Abstract
5‐hydroxymethyluracil (5hmU) is formed through oxidation of thymine both enzymatically and non‐enzymatically in various biological systems. Although 5hmU has been reported to affect biological processes such as protein–DNA interactions, the consequences of 5hmU formation in genomes have not been yet fully explored. Herein, we report a method to sequence 5hmU at single‐base resolution. We employ chemical oxidation to transform 5hmU to 5‐formyluracil (5fU), followed by the polymerase extension to induce T‐to‐C base changes owing to the inherent ability of 5fU to form 5fU:G base pairing. In combination with the Illumina next generation sequencing technology, we developed polymerase chain reaction (PCR) conditions to amplify the T‐to‐C base changes and demonstrate the method in three different synthetic oligonucleotide models as well as part of the genome of a 5hmU‐rich eukaryotic pathogen. Our method has the potential capability to map 5hmU in genomic DNA and thus will contribute to promote the understanding of this modified base.

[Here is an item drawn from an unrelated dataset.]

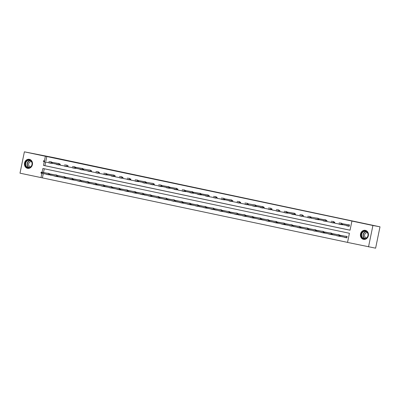 <?xml version="1.0" encoding="UTF-8"?>
<svg xmlns="http://www.w3.org/2000/svg" width="400" height="400" viewBox="0 0 400 400"><rect width="100%" height="100%" fill="white"/><g stroke="black" fill="none" stroke-linecap="round" stroke-linejoin="round"><path stroke-width="0.6" d="M29.4 159.33A4.595 4.01 100.5 0 1 32.41 164.61A4.595 4.01 100.5 0 1 27.635 168.35A4.595 4.01 100.5 0 1 27.555 168.33A4.595 4.01 100.5 0 1 24.545 163.05A4.595 4.01 100.5 0 1 29.315 159.31A4.595 4.01 100.5 0 1 29.4 159.33M365.36 230.35A4.595 4.01 100.5 0 1 368.365 235.635A4.595 4.01 100.5 0 1 363.595 239.37A4.595 4.01 100.5 0 1 363.51 239.355A4.595 4.01 100.5 0 1 360.505 234.07A4.595 4.01 100.5 0 1 365.275 230.335A4.595 4.01 100.5 0 1 365.36 230.35M43.285 173.61L42.41 177.88L20 173.18L24.385 151.825L54.545 157.765L380 226.82L375.615 248.175L347.535 242.42L349.415 233.275L42.87 168.47L42.085 172.285M42.41 177.88L347.545 242.385M380 226.82L372.91 225.5L368.525 246.86M57.295 164.43L56.47 164.445L58.985 164.975L59.04 164.725M59.165 164.095L59.285 163.53L56.725 163.22M72.98 167.745L72.16 167.76L74.675 168.29L74.725 168.04M74.855 167.41L74.97 166.845L72.41 166.54M88.665 171.06L87.845 171.075L90.36 171.605L90.41 171.355M90.54 170.725L90.655 170.165L88.095 169.855M104.355 174.38L103.535 174.39L106.045 174.925L106.1 174.67M106.225 174.04L106.345 173.48L103.785 173.17M120.04 177.695L119.22 177.705L121.735 178.24L121.785 177.985M121.915 177.355L122.03 176.795L119.47 176.485M135.725 181.01L134.905 181.025L137.42 181.555L137.47 181.305M137.6 180.675L137.715 180.11L135.155 179.8M151.415 184.325L150.595 184.34L153.105 184.87L153.16 184.62M153.29 183.99L153.405 183.43L150.845 183.12M168.795 188.185L166.28 187.655L168.845 187.935M168.975 187.305L169.09 186.745L166.53 186.435M182.785 190.96L181.965 190.97L184.48 191.505L184.53 191.25M184.66 190.62L184.775 190.06L182.215 189.75M198.475 194.275L197.655 194.29L200.165 194.82L200.22 194.57M200.35 193.94L200.465 193.375L197.905 193.065M215.855 198.135L213.34 197.605L215.905 197.885M216.035 197.255L216.15 196.695L213.59 196.385M229.85 200.905L229.025 200.92L231.54 201.45L231.59 201.2M231.72 200.57L231.835 200.01L229.275 199.7M245.535 204.225L244.715 204.235L247.225 204.77L247.28 204.515M247.41 203.885L247.525 203.325L244.965 203.015M262.915 208.085L260.4 207.555L262.965 207.835M263.095 207.205L263.21 206.64L260.65 206.33M276.91 210.855L276.085 210.87L278.6 211.4L278.65 211.15M278.78 210.52L278.895 209.96L276.335 209.65M292.595 214.17L291.775 214.185L294.285 214.715L294.34 214.465M294.47 213.835L294.585 213.275L292.025 212.965M309.975 218.035L307.46 217.5L310.025 217.78M310.155 217.15L310.27 216.59L307.71 216.28M323.97 220.805L323.145 220.82L325.66 221.35L325.71 221.1M325.84 220.47L325.955 219.905L323.4 219.595M339.655 224.12L338.835 224.135L341.345 224.665L341.4 224.415M341.53 223.785L341.645 223.225L339.085 222.915M45.655 162.065L44.915 165.675L350.05 230.18M44.24 161.8L43.495 165.41L350.04 230.215L351.92 221.065L353.34 221.33L46.795 156.525L45.875 161.005M347.5 225.78L346.675 225.79L349.19 226.325L349.485 224.88L346.93 224.57M333.505 223.01L330.99 222.475L333.555 222.755M333.685 222.125L333.8 221.565L331.24 221.255M316.125 219.145L315.305 219.16L317.815 219.69L317.87 219.44M318 218.81L318.115 218.25L315.555 217.94M300.44 215.83L299.615 215.845L302.13 216.375L302.18 216.125M302.31 215.495L302.425 214.93L299.865 214.625M286.445 213.06L283.93 212.53L286.495 212.81M286.625 212.18L286.74 211.615L284.18 211.305M269.065 209.2L268.245 209.21L270.755 209.745L270.81 209.49M270.94 208.86L271.055 208.3L268.495 207.99M253.38 205.88L252.555 205.895L255.07 206.425L255.12 206.175M255.25 205.545L255.365 204.985L252.805 204.675M237.69 202.565L236.87 202.58L239.385 203.11L239.435 202.86M239.565 202.23L239.68 201.665L237.12 201.36M222.005 199.25L221.185 199.265L223.695 199.795L223.75 199.545M223.88 198.915L223.995 198.35L221.435 198.04M206.32 195.935L205.495 195.945L208.01 196.48L208.06 196.225M208.19 195.595L208.305 195.035L205.745 194.725M192.325 193.16L189.81 192.63L192.375 192.91M192.505 192.28L192.62 191.72L190.06 191.41M174.945 189.3L174.125 189.315L176.635 189.845L176.69 189.595M176.82 188.965L176.935 188.405L174.375 188.095M159.255 185.985L158.435 186L160.95 186.53L161 186.28M161.13 185.65L161.245 185.085L158.685 184.775M143.57 182.67L142.75 182.68L145.265 183.215L145.315 182.96M145.445 182.33L145.56 181.77L143 181.46M127.885 179.35L127.065 179.365L129.575 179.895L129.63 179.645M129.76 179.015L129.875 178.455L127.315 178.145M112.195 176.035L111.375 176.05L113.89 176.58L113.94 176.33M114.07 175.7L114.185 175.14L111.625 174.83M96.51 172.72L95.69 172.735L98.205 173.265L98.255 173.015M98.385 172.385L98.5 171.82L95.94 171.51M80.825 169.405L80.005 169.415L82.515 169.95L82.57 169.695M82.695 169.065L82.815 168.505L80.255 168.195M66.83 166.63L64.315 166.1L66.88 166.38M67.01 165.75L67.125 165.19L64.565 164.88M49.45 162.77L48.63 162.785L51.145 163.315L51.195 163.065M51.325 162.435L51.44 161.875L48.88 161.565M24.385 151.825L45.375 156.26L44.455 160.74M46.795 156.525L45.375 156.26M351.92 221.065L372.91 225.5M41.87 173.345L40.99 177.615M44.28 168.765L43.505 172.55M46.51 173.105L49.07 173.415L48.955 173.98M48.825 174.61L48.775 174.86L46.29 174.17M54.355 174.765L56.915 175.075L56.8 175.635M56.67 176.265L56.615 176.52L54.135 175.825M62.195 176.425L64.755 176.735L64.64 177.295M64.51 177.925L64.46 178.175L61.98 177.485M70.04 178.08L72.6 178.39L72.485 178.955M72.355 179.585L72.305 179.835L69.82 179.145M77.885 179.74L80.445 180.05L80.33 180.61M80.2 181.24L80.145 181.49L77.665 180.8M85.725 181.4L88.285 181.705L88.17 182.27M88.04 182.9L87.99 183.15L85.51 182.46M93.57 183.055L96.13 183.365L96.015 183.925M95.885 184.555L95.835 184.81L93.35 184.115M101.415 184.715L103.975 185.025L103.86 185.585M103.73 186.215L103.675 186.465L101.195 185.775M109.255 186.37L111.815 186.68L111.7 187.245M111.57 187.875L111.52 188.125L109.04 187.435M117.1 188.03L119.66 188.34L119.545 188.9M119.415 189.53L119.365 189.785L116.885 189.09M124.945 189.69L127.505 190L127.39 190.56M127.26 191.19L127.205 191.44L124.725 190.75M132.785 191.345L135.345 191.655L135.23 192.22M135.1 192.85L135.05 193.1L132.57 192.41M140.63 193.005L143.19 193.315L143.075 193.875M142.945 194.505L142.895 194.755L140.415 194.065M148.475 194.665L151.035 194.97L150.92 195.535M150.79 196.165L150.735 196.415L148.255 195.725M156.315 196.32L158.875 196.63L158.76 197.19M158.63 197.82L158.58 198.075L156.1 197.38M164.16 197.98L166.72 198.29L166.605 198.85M166.475 199.48L166.425 199.73L163.945 199.04M172.005 199.635L174.565 199.945L174.45 200.51M174.32 201.14L174.265 201.39L171.785 200.7M179.845 201.295L182.405 201.605L182.29 202.165M182.16 202.795L182.11 203.05L179.63 202.355M187.69 202.955L190.25 203.265L190.135 203.825M190.005 204.455L189.955 204.705L187.475 204.015M195.535 204.61L198.095 204.92L197.98 205.48M197.85 206.11L197.795 206.365L195.315 205.67M203.375 206.27L205.935 206.58L205.82 207.14M205.69 207.77L205.64 208.02L203.16 207.33M211.22 207.925L213.78 208.235L213.665 208.8M213.535 209.43L213.485 209.68L211.005 208.99M219.065 209.585L221.625 209.895L221.51 210.455M221.38 211.085L221.325 211.34L218.845 210.645M226.905 211.245L229.465 211.555L229.35 212.115M229.22 212.745L229.17 212.995L226.69 212.305M234.75 212.9L237.31 213.21L237.195 213.775M237.065 214.405L237.015 214.655L234.535 213.965M242.595 214.56L245.155 214.87L245.04 215.43M244.91 216.06L244.855 216.31L242.375 215.62M250.44 216.22L252.995 216.53L252.88 217.09M252.75 217.72L252.7 217.97L250.22 217.28M258.28 217.875L260.84 218.185L260.725 218.745M260.595 219.375L260.545 219.63L258.065 218.935M266.125 219.535L268.685 219.845L268.57 220.405M268.44 221.035L268.39 221.285L265.905 220.595M273.97 221.19L276.525 221.5L276.41 222.065M276.285 222.695L276.23 222.945L273.75 222.255M281.81 222.85L284.37 223.16L284.255 223.72M284.125 224.35L284.075 224.605L281.595 223.91M289.655 224.51L292.215 224.82L292.1 225.38M291.97 226.01L291.92 226.26L289.435 225.57M297.5 226.165L300.055 226.475L299.94 227.04M299.815 227.67L299.76 227.92L297.28 227.23M305.34 227.825L307.9 228.135L307.785 228.695M307.655 229.325L307.605 229.575L305.125 228.885M313.185 229.485L315.745 229.79L315.63 230.355M315.5 230.985L315.45 231.235L312.965 230.545M321.03 231.14L323.585 231.45L323.47 232.01M323.345 232.64L323.29 232.895L320.81 232.2M328.87 232.8L331.43 233.11L331.315 233.67M331.185 234.3L331.135 234.55L328.655 233.86M336.715 234.455L339.275 234.765L339.16 235.33M339.03 235.96L338.98 236.21L336.495 235.52M344.56 236.115L347.115 236.425L346.82 237.87L344.34 237.175M44.915 165.675L43.495 165.41M345.13 237.325L344.305 237.335M337.285 235.665L336.465 235.68M329.44 234.005L328.62 234.02M321.6 232.35L320.775 232.36M313.755 230.69L312.935 230.705M305.91 229.03L305.09 229.045M298.07 227.375L297.245 227.39M290.225 225.715L289.405 225.73M282.38 224.06L281.56 224.07M274.54 222.4L273.715 222.415M266.695 220.74L265.875 220.755M258.85 219.085L258.03 219.095M251.01 217.425L250.185 217.44M243.165 215.77L242.345 215.78M235.32 214.11L234.5 214.125M227.48 212.45L226.655 212.465M219.635 210.795L218.815 210.805M211.79 209.135L210.97 209.15M203.95 207.475L203.125 207.49M196.105 205.82L195.285 205.83M188.26 204.16L187.44 204.175M180.42 202.505L179.595 202.515M172.575 200.845L171.755 200.86M164.73 199.185L163.91 199.2M156.89 197.53L156.065 197.54M149.045 195.87L148.225 195.885M141.2 194.21L140.38 194.225M133.36 192.555L132.535 192.57M125.515 190.895L124.695 190.91M117.67 189.24L116.85 189.25M109.83 187.58L109.005 187.595M101.985 185.92L101.165 185.935M94.14 184.265L93.32 184.275M86.295 182.605L85.475 182.62M78.455 180.945L77.635 180.96M70.61 179.29L69.79 179.305M62.765 177.63L61.945 177.645M54.925 175.975L54.105 175.985M47.08 174.315L46.26 174.33M347.465 225.94L348.13 225.895M348.2 225.91L349.195 226.305M342.005 223.915L341.505 223.81L341.385 224.385L341.89 224.49L342.005 223.915L342.625 223.795L341.72 223.605L349.465 224.98M341.89 224.49L349.115 226.08L349.33 225.04L342.625 223.795L342.41 224.835L341.385 224.385M346.825 237.85L345.095 237.485M345.98 236.38L346.96 236.585L346.745 237.625L339.135 236.185L339.635 235.46L339.135 235.35L339.015 235.93M339.135 235.35L347.1 236.52M339.635 235.46L340.255 235.34L340.04 236.375L339.52 236.035M339.35 235.145L346.055 236.395M339.62 224.28L340.285 224.24M340.355 224.25L341.35 224.645M334.165 222.255L333.66 222.15L333.54 222.725L334.045 222.835L334.165 222.255L334.78 222.135L334.565 223.175L341.275 224.42L341.625 223.32M334.045 222.835L333.54 222.725M326.32 220.6L325.815 220.49L325.7 221.07L326.2 221.175L326.32 220.6L326.935 220.48L326.725 221.515L333.43 222.765L333.78 221.66M326.2 221.175L325.7 221.07M338.98 236.19L337.25 235.825M338.135 234.72L339.115 234.925L338.905 235.965L331.29 234.53L331.795 233.8L331.29 233.695L331.17 234.27M331.29 233.695L339.255 234.865M331.795 233.8L332.41 233.68L332.195 234.72L331.675 234.375M331.505 233.49L338.21 234.735M331.14 234.53L329.41 234.165M330.29 233.065L331.275 233.27L331.06 234.31L323.45 232.87L323.95 232.14L323.445 232.035L323.33 232.615M323.445 232.035L331.41 233.205M323.95 232.14L324.565 232.02L324.355 233.06L323.83 232.72M323.66 231.83L330.37 233.075M368 233.57A3.98 3.47 100.5 0 1 365.665 238.625A3.98 3.47 100.5 0 1 361.32 236.22A3.98 3.47 100.5 0 1 363.655 231.16A3.98 3.47 100.5 0 1 368 233.57M361.71 236.15A3.685 3.21 -79.5 0 0 364.13 238.54A3.685 3.21 -79.5 0 0 367.895 233.69A3.685 3.21 -79.5 0 0 365.475 231.3A3.685 3.21 -79.5 0 0 361.71 236.15M367.505 232.76A2.62 2.285 -79.5 0 0 367.35 232.725A2.62 2.285 -79.5 0 0 364.67 236.18A2.62 2.285 -79.5 0 0 366.395 237.885A2.62 2.285 -79.5 0 0 366.545 237.905M365.815 230.48A4.565 3.98 -79.5 0 0 365.495 230.405A4.565 3.98 -79.5 0 0 360.825 236.42A4.565 3.98 -79.5 0 0 363.825 239.385A4.565 3.98 -79.5 0 0 364.155 239.43M32.04 162.545A3.98 3.47 100.5 0 1 29.71 167.605A3.98 3.47 100.5 0 1 25.365 165.2A3.98 3.47 100.5 0 1 27.7 160.14A3.98 3.47 100.5 0 1 32.04 162.545M25.755 165.125A3.685 3.21 -79.5 0 0 28.17 167.52A3.685 3.21 -79.5 0 0 31.935 162.67A3.685 3.21 -79.5 0 0 29.52 160.28A3.685 3.21 -79.5 0 0 25.755 165.125M31.545 161.74A2.62 2.285 -79.5 0 0 31.395 161.705A2.62 2.285 -79.5 0 0 28.715 165.16A2.62 2.285 -79.5 0 0 30.435 166.86A2.62 2.285 -79.5 0 0 30.59 166.885M29.86 159.46A4.565 3.98 -79.5 0 0 29.54 159.38A4.565 3.98 -79.5 0 0 24.87 165.395A4.565 3.98 -79.5 0 0 27.87 168.36A4.565 3.98 -79.5 0 0 28.195 168.405M323.935 220.965L324.6 220.92M324.67 220.935L325.665 221.33M318.475 218.94L317.975 218.835L317.855 219.41L318.36 219.515L318.475 218.94L319.095 218.82L318.19 218.63L325.935 220.005M318.36 219.515L325.585 221.105L325.8 220.065L319.095 218.82L318.88 219.86L317.855 219.41M323.295 232.875L321.565 232.51M315.605 230.375L315.485 230.955L315.99 231.06L316.105 230.485L315.605 230.375L316.725 230.365L316.51 231.405L323.215 232.65L323.43 231.61L322.495 231.22M316.105 230.485L323.565 231.545M315.82 230.175L322.525 231.42M315.99 231.06L315.485 230.955M316.09 219.305L316.755 219.265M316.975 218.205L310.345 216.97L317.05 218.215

Keywords: 5-formyluracil, 5-hydroxymethyluracil, DNA, epigenetics, thymine modifications
DNA‐base modifications can profoundly influence biology and a number of modified bases have been identified in the genomes of a variety of organisms.1 5‐hydroxymethyluracil (5hmU) is produced through oxidation of thymine both enzymatically and non‐enzymatically2 and can influence the binding of proteins to DNA.2b, 3 It has also been suggested that 5hmU might lead to genomic instability as it can be removed by DNA repair enzymes to create potentially mutagenic lesions4 and affect the stability of DNA duplexes.5 When incorporated at some promoter sites, 5hmU has been shown to affect transcription by bacterial RNAP, therefore it may have a significant effect on microbial biology.6 In mammals, reported levels of 5hmU vary by cell‐ and tissue types.2b, 7 Increased levels of 5hmU autoantibodies have been reported in cancer cases,8 and blood 5hmU mononucleoside levels have been studied as a marker of cancer risks and invasiveness.9 We previously reported a method to map 5hmU at moderate resolution by chemical enrichment of 5hmU‐containing DNA fragments followed by sequencing.10 A method for single‐base sequencing of 5hmU would enable the identification of individual modification sites in genomes. A single‐molecule real‐time (SMRT) sequencing approach could in principle be applied to map 5hmU at single‐base resolution, however the intrinsic signature signal for 5hmU is rather weak unless the base is further modified.11 Mapping 5hmU at single‐base resolution is a worthy challenge that could transform genome‐wide analysis of 5hmU. Herein, we describe a chemical approach for single base‐resolution sequencing of 5hmU and demonstrate its utility in various sequence contexts.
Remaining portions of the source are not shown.